◆ **ABOUT THIS EXERCISE**
Report all lines below with the word "circle".

◆ **PROVIDED MATERIAL**
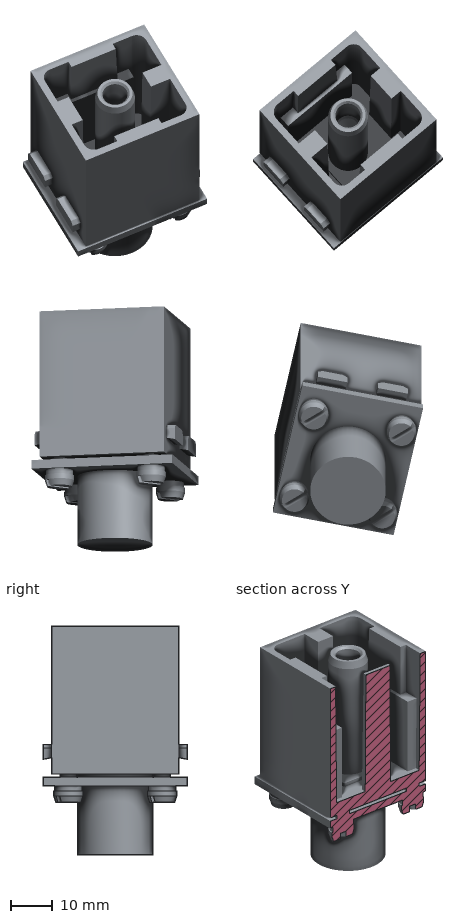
import cadquery as cq
import math

TOTAL_HEIGHT = 54.5
BODY_BOTTOM = 19.3
PLATE_TOP = 18.55
PLATE_THICKNESS = 2.05
PLATE_BOTTOM = PLATE_TOP - PLATE_THICKNESS

WIDTH_X = 29.4
BODY_DEPTH_Y = 30.3
PLATE_DEPTH_Y = 34.4
BARREL_DIAMETER = 18.0

CAVITY_FLOOR = 22.9
LEDGE_TOP = 41.8
CAVITY_HALF_X = 12.95
CAVITY_BACK_Y = 13.5
CAVITY_FRONT_Y = -13.4
CAVITY_RADIUS = 2.5
WALL_DRAFT = 0.3

BACK_KEY_HALF_WIDTH = 2.3
BACK_KEY_TIP_Y = 8.45
FRONT_KEY_HALF_WIDTH = 3.75
FRONT_KEY_TIP_Y = -10.45
KEY_SIDE_DRAFT = 0.2
RIB_HALF_LENGTH = 5.9
RIB_TIP_X = 11.35
LEDGE_TIP_X = 10.15
LEDGE_HALF_LENGTH = 10.1

PAD_SIZE = 12.95
PAD_HEIGHT = 1.0
PAD_RADIUS = 0.45
PIN_TOP = 54.25
PIN_DIAMETER = 9.5
PIN_TIP_DIAMETER = 8.4
PIN_TAPER_LENGTH = 1.75
BORE_MOUTH_DIAMETER = 7.0
BORE_DIAMETER = 6.0
BORE_END_DIAMETER = 5.0
BORE_DEPTH = 10.9
BORE_CONE_DEPTH = 1.45

TAB_SPACING = 14.7
TAB_TOP = 26.4
TAB_HEIGHT = 3.6
TAB_UNDERCUT = 0.4
TAB_CHAMFER_HEIGHT = 0.9
FRONT_TAB_WIDTH = 9.0
FRONT_TAB_CHAMFER = 0.9
BACK_TAB_WIDTH = 7.2
BACK_TAB_CHAMFER = 1.15

SCREW_X = 10.7
SCREW_Y = 11.15
SCREW_SHANK_DIAMETER = 4.0
SCREW_WASHER_DIAMETER = 6.5
SCREW_HEAD_DIAMETER = 7.0
SCREW_END_DIAMETER = 6.0
SCREW_HEAD_TOP = 15.2
SCREW_TAPER_TOP = 14.0
SCREW_BOTTOM = 12.55
SCREW_SLOT_WIDTH = 1.15
SCREW_SLOT_ANGLE = -45.0


def box(x_min, x_max, y_min, y_max, z_min, z_max):
    return (
        cq.Workplane("XY")
        .box(x_max - x_min, y_max - y_min, z_max - z_min, centered=False)
        .translate((x_min, y_min, z_min))
    )


def cylinder(diameter, z_min, z_max):
    return cq.Workplane("XY").workplane(offset=z_min).circle(diameter / 2).extrude(z_max - z_min)


def rectangle_wire(x_min, x_max, y_min, y_max, z):
    corners = [(x_min, y_min, z), (x_max, y_min, z), (x_max, y_max, z), (x_min, y_max, z)]
    return cq.Wire.makePolygon([cq.Vector(*corner) for corner in corners], close=True)


def tapered_block(lower, upper, z_min, z_max):
    """Ruled block between two (x_min, x_max, y_min, y_max) rectangles."""
    wires = [rectangle_wire(*lower, z_min), rectangle_wire(*upper, z_max)]
    return cq.Workplane(obj=cq.Solid.makeLoft(wires, True))


def cavity():
    """Rounded rectangular pocket with the same draft on all four walls."""
    depth = TOTAL_HEIGHT - CAVITY_FLOOR
    opening = (
        cq.Sketch()
        .rect(2 * CAVITY_HALF_X, CAVITY_BACK_Y - CAVITY_FRONT_Y)
        .vertices()
        .fillet(CAVITY_RADIUS)
    )
    return (
        cq.Workplane("XY")
        .workplane(offset=TOTAL_HEIGHT)
        .center(0, (CAVITY_BACK_Y + CAVITY_FRONT_Y) / 2)
        .placeSketch(opening)
        .extrude(-depth, taper=math.degrees(math.atan(WALL_DRAFT / depth)))
    )


def wall_key(half_width, tip_y):
    """Key on the +Y wall, growing wider and deeper toward the cavity floor."""
    floor_half_width = half_width + KEY_SIDE_DRAFT
    wall_y = BODY_DEPTH_Y / 2
    lower = (-floor_half_width, floor_half_width, tip_y - WALL_DRAFT, wall_y)
    upper = (-half_width, half_width, tip_y, wall_y)
    return tapered_block(lower, upper, CAVITY_FLOOR, TOTAL_HEIGHT)


def side_rib_and_ledge():
    """Rib on the +X wall, standing on a longer and wider ledge."""
    wall_x = WIDTH_X / 2
    base_half_length = RIB_HALF_LENGTH + WALL_DRAFT
    lower = (RIB_TIP_X - WALL_DRAFT, wall_x, -base_half_length, base_half_length)
    upper = (RIB_TIP_X, wall_x, -RIB_HALF_LENGTH, RIB_HALF_LENGTH)
    rib = tapered_block(lower, upper, LEDGE_TOP, TOTAL_HEIGHT)
    ledge = box(LEDGE_TIP_X, wall_x, -LEDGE_HALF_LENGTH, LEDGE_HALF_LENGTH, CAVITY_FLOOR, LEDGE_TOP)
    return ledge.union(rib)


def housing():
    half_x = WIDTH_X / 2
    half_y = BODY_DEPTH_Y / 2
    back_key = wall_key(BACK_KEY_HALF_WIDTH, BACK_KEY_TIP_Y)
    front_key = wall_key(FRONT_KEY_HALF_WIDTH, -FRONT_KEY_TIP_Y).mirror("XZ")
    side = side_rib_and_ledge()
    shell = box(-half_x, half_x, -half_y, half_y, BODY_BOTTOM, TOTAL_HEIGHT).cut(cavity())
    return shell.union(back_key).union(front_key).union(side).union(side.mirror("YZ"))


def contact_pin():
    """Bored pin on its pad, the bore ending in a step and a drill cone."""
    pad = (
        cq.Workplane("XY").workplane(offset=CAVITY_FLOOR)
        .rect(PAD_SIZE, PAD_SIZE).extrude(PAD_HEIGHT)
        .edges("|Z").fillet(PAD_RADIUS)
    )
    mouth_depth = (BORE_MOUTH_DIAMETER - BORE_DIAMETER) / 2
    step_depth = (BORE_DIAMETER - BORE_END_DIAMETER) / 2
    bore_bottom = PIN_TOP - BORE_DEPTH
    half_profile = [
        (0, CAVITY_FLOOR),
        (PIN_DIAMETER / 2, CAVITY_FLOOR),
        (PIN_DIAMETER / 2, PIN_TOP - PIN_TAPER_LENGTH),
        (PIN_TIP_DIAMETER / 2, PIN_TOP),
        (BORE_MOUTH_DIAMETER / 2, PIN_TOP),
        (BORE_DIAMETER / 2, PIN_TOP - mouth_depth),
        (BORE_DIAMETER / 2, bore_bottom + step_depth),
        (BORE_END_DIAMETER / 2, bore_bottom),
        (0, bore_bottom - BORE_CONE_DEPTH),
    ]
    pin = cq.Workplane("XZ").polyline(half_profile).close().revolve(360, (0, 0), (0, 1))
    return pad.union(pin)


def locking_tab(width, chamfer_width):
    """Tab on the +Y face, with bevelled upper ends and a hooked underside."""
    body_y = BODY_DEPTH_Y / 2
    tip_y = PLATE_DEPTH_Y / 2
    tab_bottom = TAB_TOP - TAB_HEIGHT
    chamfer_z = TAB_TOP - TAB_CHAMFER_HEIGHT
    half_width = width / 2
    outline = [
        (-half_width, tab_bottom),
        (half_width, tab_bottom),
        (half_width, chamfer_z),
        (half_width - chamfer_width, TAB_TOP),
        (-half_width + chamfer_width, TAB_TOP),
        (-half_width, chamfer_z),
    ]
    tab = cq.Workplane("XZ").polyline(outline).close().extrude(-tip_y)
    hook_section = [
        (body_y, TAB_TOP),
        (tip_y, TAB_TOP),
        (tip_y, tab_bottom),
        (body_y, tab_bottom + TAB_UNDERCUT),
    ]
    hook = cq.Workplane("YZ").polyline(hook_section).close().extrude(half_width, both=True)
    return tab.intersect(hook)


def screw():
    """Screw hanging below the plate, its shank crossing the gap up to the housing."""
    head = (
        cq.Workplane("XY").workplane(offset=SCREW_BOTTOM).circle(SCREW_END_DIAMETER / 2)
        .workplane(offset=SCREW_TAPER_TOP - SCREW_BOTTOM).circle(SCREW_HEAD_DIAMETER / 2)
        .loft(ruled=True)
    )
    slot = (
        cq.Workplane("XY").workplane(offset=SCREW_BOTTOM)
        .rect(SCREW_HEAD_DIAMETER, SCREW_SLOT_WIDTH).extrude(SCREW_TAPER_TOP - SCREW_BOTTOM)
        .rotate((0, 0, 0), (0, 0, 1), SCREW_SLOT_ANGLE)
    )
    return (
        head.cut(slot)
        .union(cylinder(SCREW_HEAD_DIAMETER, SCREW_TAPER_TOP, SCREW_HEAD_TOP))
        .union(cylinder(SCREW_WASHER_DIAMETER, SCREW_HEAD_TOP, PLATE_BOTTOM))
        .union(cylinder(SCREW_SHANK_DIAMETER, PLATE_BOTTOM, BODY_BOTTOM))
    )


half_plate_x = WIDTH_X / 2
half_plate_y = PLATE_DEPTH_Y / 2
plate = box(-half_plate_x, half_plate_x, -half_plate_y, half_plate_y, PLATE_BOTTOM, PLATE_TOP)
barrel = cylinder(BARREL_DIAMETER, 0, BODY_BOTTOM)

result = housing().union(contact_pin()).union(plate).union(barrel)

back_tab = locking_tab(BACK_TAB_WIDTH, BACK_TAB_CHAMFER)
front_tab = locking_tab(FRONT_TAB_WIDTH, FRONT_TAB_CHAMFER).mirror("XZ")
for x_side in (-1, 1):
    tab_x = x_side * TAB_SPACING / 2
    result = result.union(back_tab.translate((tab_x, 0, 0)))
    result = result.union(front_tab.translate((tab_x, 0, 0)))

for x_side in (-1, 1):
    for y_side in (-1, 1):
        result = result.union(screw().translate((x_side * SCREW_X, y_side * SCREW_Y, 0)))

◆ **ANSWER AREA**
    return cq.Workplane("XY").workplane(offset=z_min).circle(diameter / 2).extrude(z_max - z_min)
        cq.Workplane("XY").workplane(offset=SCREW_BOTTOM).circle(SCREW_END_DIAMETER / 2)
        .workplane(offset=SCREW_TAPER_TOP - SCREW_BOTTOM).circle(SCREW_HEAD_DIAMETER / 2)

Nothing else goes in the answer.